91Ó°ÊÓ

Partial derivatives are a fundamental concept in multivariate calculus, crucial for understanding how a function changes with respect to each of its variables. Here, we dealt with the function \( f(x, y) = (y - x^2)(y - 3x^2) \). To find the partial derivative with respect to \( x \) (denoted \( f_x \)), we applied the product rule, which allows us to differentiate products of functions.

• The product rule states that for two functions \( u(x, y) \) and \( v(x, y) \), the derivative \( \frac{\partial}{\partial x}(uv) = u_x v + u v_x \).
• For \( f_x \), we differentiate both parts separately and get \( f_x = -2x(y-3x^2) - 3x(y-x^2) \).

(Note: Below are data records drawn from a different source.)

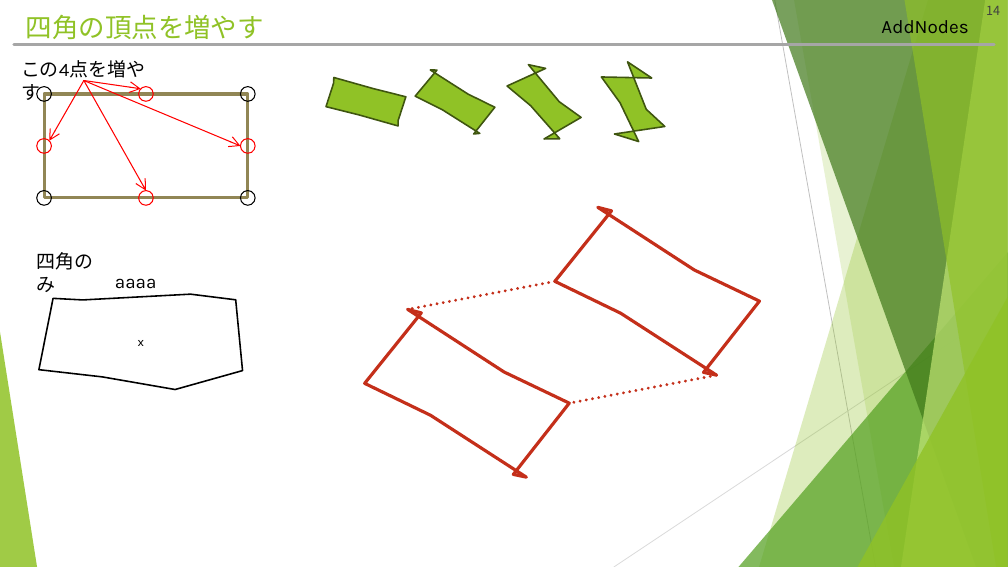
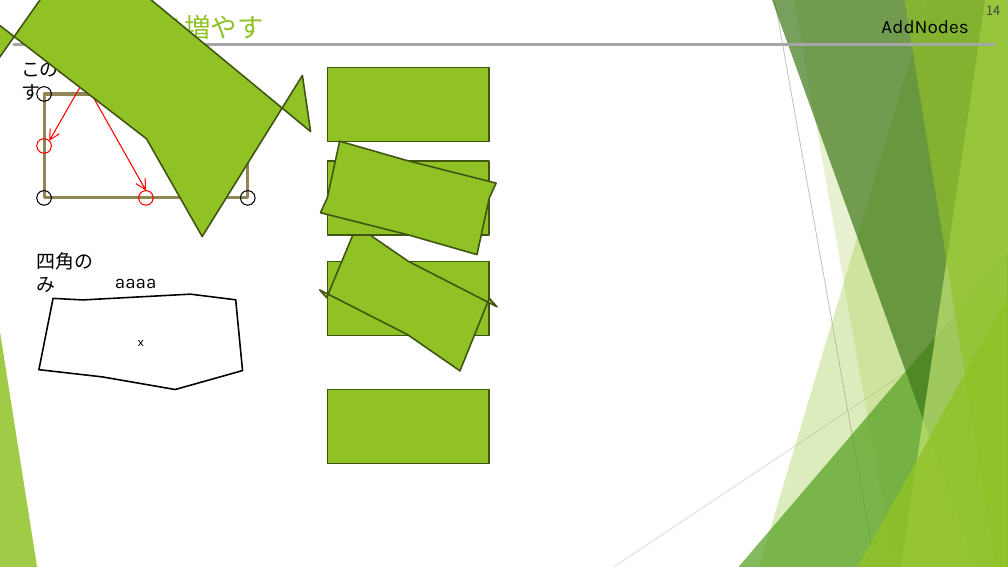
Before and after one commit to hitsuji-ga-u/pawapo, a slide deck: slide 14 of slide/customUI_debug.pptm. Drawn at 1008x567 pixels with LibreOffice and Linux fonts; fonts in the diff are those of the drawing. Boxes give left, top, right and bottom in pixels: in the first picture for what was removed or moved away, otherwise in the second. Text is boxed around its words. In the diff, an @@ line names an element or a change of style, - is before the commit and + after.

```diff
--- a/slide/customUI_debug.pptm
+++ b/slide/customUI_debug.pptm
@@ freeform shape added at (0, 0, 334, 256), fill #90C226, outline #3F5511 1.5 pt @@
@@ freeform shape removed at (499, 58, 589, 147) @@
@@ freeform shape removed at (587, 55, 677, 150) @@
@@ freeform shape removed at (326, 78, 406, 126) @@
@@ rectangle added at (327, 68, 489, 142), fill #90C226, outline #3F5511 1.5 pt @@
@@ freeform shape removed at (413, 67, 497, 136) @@
@@ freeform shape added at (321, 141, 496, 255), fill #90C226, outline #3F5511 1.5 pt @@
@@ rectangle added at (327, 161, 489, 235), fill #90C226, outline #3F5511 1.5 pt @@
@@ freeform shape removed at (553, 204, 762, 379) @@
@@ freeform shape added at (318, 223, 499, 374), fill #90C226, outline #3F5511 1.5 pt @@
@@ rectangle added at (327, 262, 489, 336), fill #90C226, outline #3F5511 1.5 pt @@
@@ line removed from (555, 281) to (408, 309) @@
@@ freeform shape removed at (363, 307, 571, 481) @@
@@ rectangle added at (327, 389, 489, 464), fill #90C226, outline #3F5511 1.5 pt @@
@@ line removed from (717, 375) to (569, 403) @@
```
Also in this commit, not shown: 1 other slide changed, 3 other files.

Evaluating \( f_x \) at \((0,0)\) yields zero, confirming that the change in function value is initially zero in the \( x \) direction at the origin. Similarly, the partial derivative with respect to \( y \) (\( f_y \)) involves applying the product rule again:

• For the function \( f_y = (y - 3x^2) + (y - x^2) \), it simplifies by linear terms.

Evaluating at \((0,0)\) also results in zero, suggesting no immediate change in function value in the \( y \) direction. These derivatives are central to identifying and analyzing critical points.

A local minimum refers to a point where a function takes a smaller value than any other nearby points. To establish whether a point is a local minimum, we often examine behavior in different directions.In the given function \( f(x, mx) = m^2x^2 - 4mx^3 + 3x^4 \), replacing \( y \) with \( mx \) transforms it and allows us to evaluate the function along lines through the origin. This form reveals that the lowest degree term \( m^2x^2 \) is positive, confirming \( x=0 \) is a local minimum on every line \( y=mx \).However, when substituting \( y = 2x^2 \) to check variations along the parabola, the result was \( f(x, 2x^2) = -x^4 \). The resulting negatives as \( x \) approaches zero indicate that there's actually no local minimum at the origin with respect to the full function. This discrepancy shows that examining a function using only linear paths (lines) can be misleading.

An extremum is a general term that includes both minima and maxima of functions. To establish extremum points for a function like ours, we need to determine all directions of change and where they demonstrate no increase or decrease (stationary points).

• We firstly verified that at \((0,0)\), both \( f_x \) and \( f_y \) are zero, indicating a stationary point that could be an extremum.

Next, analyzing along paths such as lines and parabolas helps to identify the nature (minimization or maximization) at these critical points. Here, **line analysis suggested a minimum**, whereas the **parabola analysis contradicted it**. Thus, care must be taken to evaluate multiple paths and consider quadratic forms when confirming extrema.

The product rule for differentiation is pivotal in handling complex functions where variables are interdependent. This rule makes it possible to differentiate functions expressed as a product of two or more terms.For our function \( f(x, y) = (y - x^2)(y - 3x^2) \), using the product rule involved:

• Finding the derivative of each part independently. For example, in finding \( f_x \), one takes the derivative of each factor while treating the other as a constant.
• Combining these results to obtain expressions like \( -2x(y-3x^2) \) and \( -3x(y-x^2) \), cumulatively forming \( f_x \).

The rule simplifies complex computations by breaking them into smaller, manageable derivatives, showing how changes in one variable affect the whole function. It's integral to the analysis of multivariable calculus functions, making it indispensable for students delving into calculus.